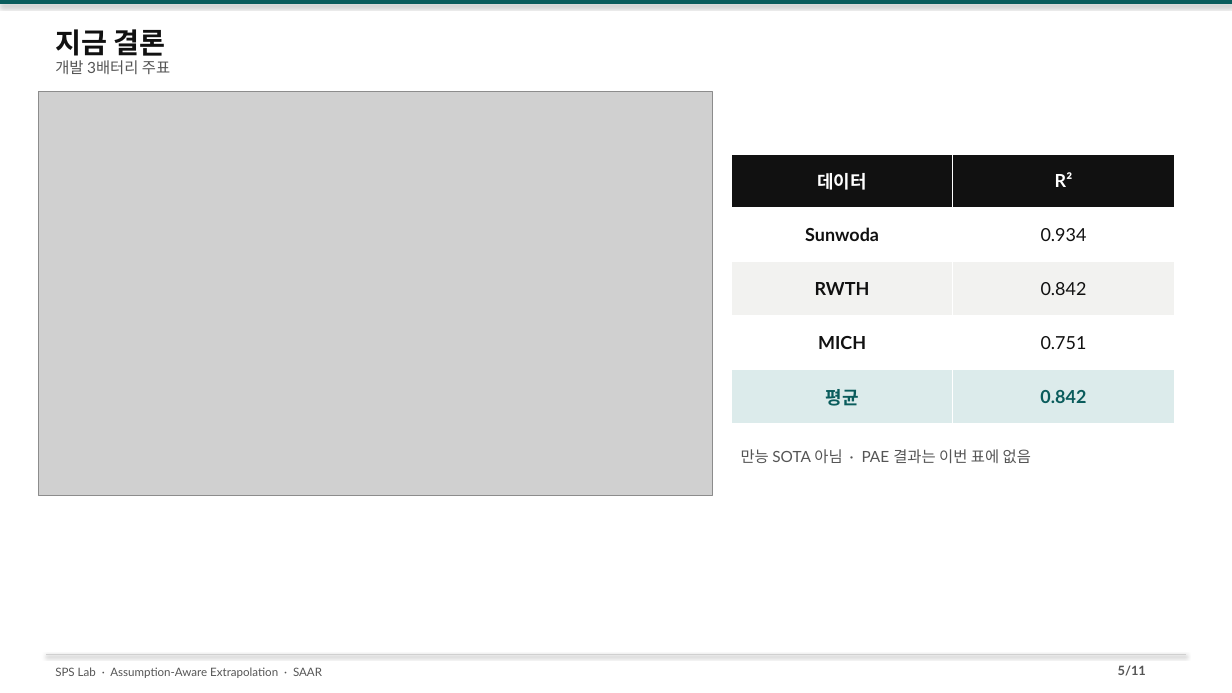
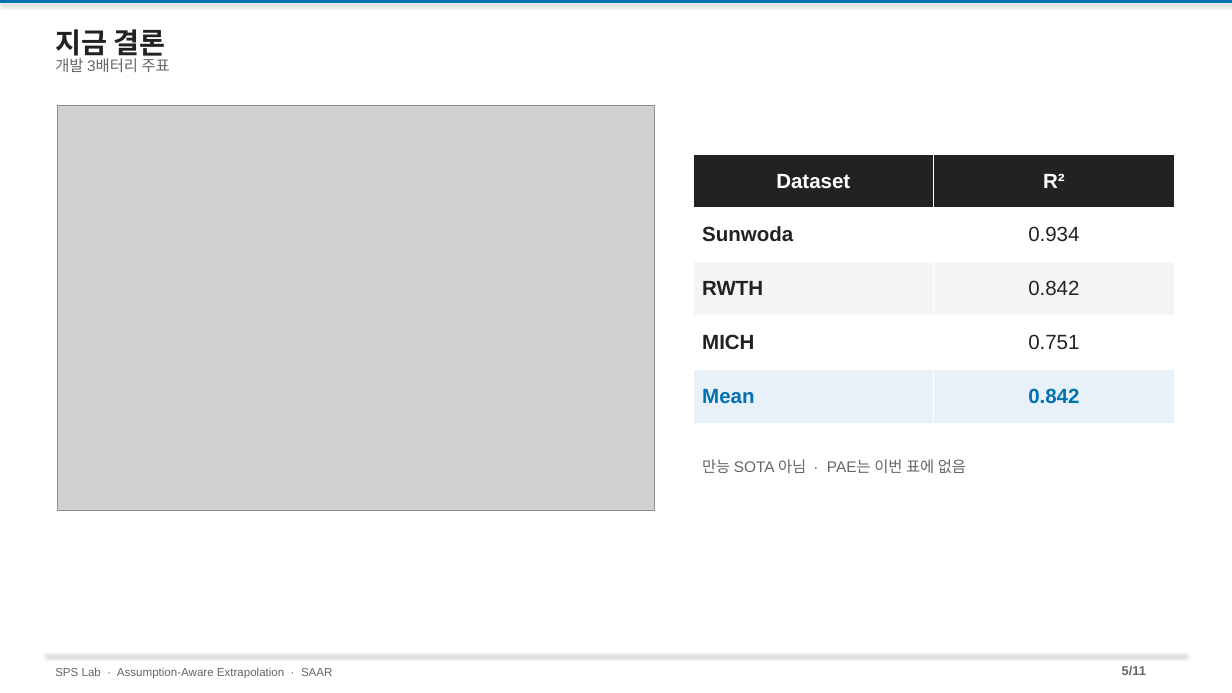
Before and after one commit to amumujs-create/pp_pae_total, a slide deck: slide 5 of output/PP_Research_Detailed_v2.pptx. Drawn at 1232x693 pixels with LibreOffice and Linux fonts; fonts in the diff are those of the drawing; grey boxes stand for pictures. Boxes give left, top, right and bottom in pixels: in the first picture for what was removed or moved away, otherwise in the second. Text is boxed around its words. In the diff, an @@ line names an element or a change of style, - is before the commit and + after.

```diff
--- a/output/PP_Research_Detailed_v2.pptx
+++ b/output/PP_Research_Detailed_v2.pptx
@@ rectangle at (0, 0, 1232, 3): fill #0A5C5C to #0072B2 @@
@@ text "지금 결론" at (55, 29, 166, 61): font Lato to Arial, text colour #111111 to #222222 @@
@@ font Lato to Arial, text colour #555555 to #666666 in 3 elements at (55, 667, 332, 679), (1122, 665, 1146, 676), (55, 58, 170, 72) @@
@@ picture: place and size @@
-picture at (39, 91, 713, 496)
+picture at (57, 106, 654, 511)
@@ table at (693, 154, 1174, 424) @@
-row 1, column 1: 데이터
+row 1, column 1: Dataset
-row 5, column 1: 평균
+row 5, column 1: Mean
@@ fill #111111 to #222222 in row 1 @@
@@ fill #F2F2F0 to #F5F5F5 in row 3 @@
@@ fill #DCEBEB to #E8F1F8 in row 5 @@
@@ size 14 to 16 pt, font Lato to Arial in "R²", "Sunwoda", "0.934", "RWTH" and 4 more places @@
@@ text colour #111111 to #222222 in "Sunwoda", "0.934", "RWTH", "0.842" and 2 more places @@
@@ text colour #0A5C5C to #0072B2 in "0.842" @@
@@ alignment centre to left @@
@@ table: place and size @@
-table at (732, 154, 1176, 424)
+table at (693, 154, 1174, 424)
@@ text at (702, 459, 966, 473): text changed; font Lato to Arial; text colour #555555 to #666666 @@
-만능 SOTA 아님 · PAE 결과는 이번 표에 없음
+만능 SOTA 아님 · PAE는 이번 표에 없음
@@ line (46, 654) - (1186, 654): stroke #D0D0D0 0.75 pt to #E8E8E8 0.75 pt @@
```
Also in this commit, not shown: 10 other slides changed, 17 other files.
|---|
**Exercise goal**
Your copy should match the data above exactly, apart from the pictures.

**Response**
Before and after one commit to amumujs-create/pp_pae_total, a slide deck: slide 5 of output/PP_Research_Detailed_v2.pptx. Drawn at 1232x693 pixels with LibreOffice and Linux fonts; fonts in the diff are those of the drawing; grey boxes stand for pictures. Boxes give left, top, right and bottom in pixels: in the first picture for what was removed or moved away, otherwise in the second. Text is boxed around its words. In the diff, an @@ line names an element or a change of style, - is before the commit and + after.

```diff
--- a/output/PP_Research_Detailed_v2.pptx
+++ b/output/PP_Research_Detailed_v2.pptx
@@ rectangle at (0, 0, 1232, 3): fill #0A5C5C to #0072B2 @@
@@ text "지금 결론" at (55, 29, 166, 61): font Lato to Arial, text colour #111111 to #222222 @@
@@ font Lato to Arial, text colour #555555 to #666666 in 3 elements at (55, 667, 332, 679), (1122, 665, 1146, 676), (55, 58, 170, 72) @@
@@ picture: place and size @@
-picture at (39, 91, 713, 496)
+picture at (57, 106, 654, 511)
@@ table at (693, 154, 1174, 424) @@
-row 1, column 1: 데이터
+row 1, column 1: Dataset
-row 5, column 1: 평균
+row 5, column 1: Mean
@@ fill #111111 to #222222 in row 1 @@
@@ fill #F2F2F0 to #F5F5F5 in row 3 @@
@@ fill #DCEBEB to #E8F1F8 in row 5 @@
@@ size 14 to 16 pt, font Lato to Arial in "R²", "Sunwoda", "0.934", "RWTH" and 4 more places @@
@@ text colour #111111 to #222222 in "Sunwoda", "0.934", "RWTH", "0.842" and 2 more places @@
@@ text colour #0A5C5C to #0072B2 in "0.842" @@
@@ alignment centre to left @@
@@ table: place and size @@
-table at (732, 154, 1176, 424)
+table at (693, 154, 1174, 424)
@@ text at (702, 459, 966, 473): text changed; font Lato to Arial; text colour #555555 to #666666 @@
-만능 SOTA 아님 · PAE 결과는 이번 표에 없음
+만능 SOTA 아님 · PAE는 이번 표에 없음
@@ line (46, 654) - (1186, 654): stroke #D0D0D0 0.75 pt to #E8E8E8 0.75 pt @@
```
Also in this commit, not shown: 10 other slides changed, 17 other files.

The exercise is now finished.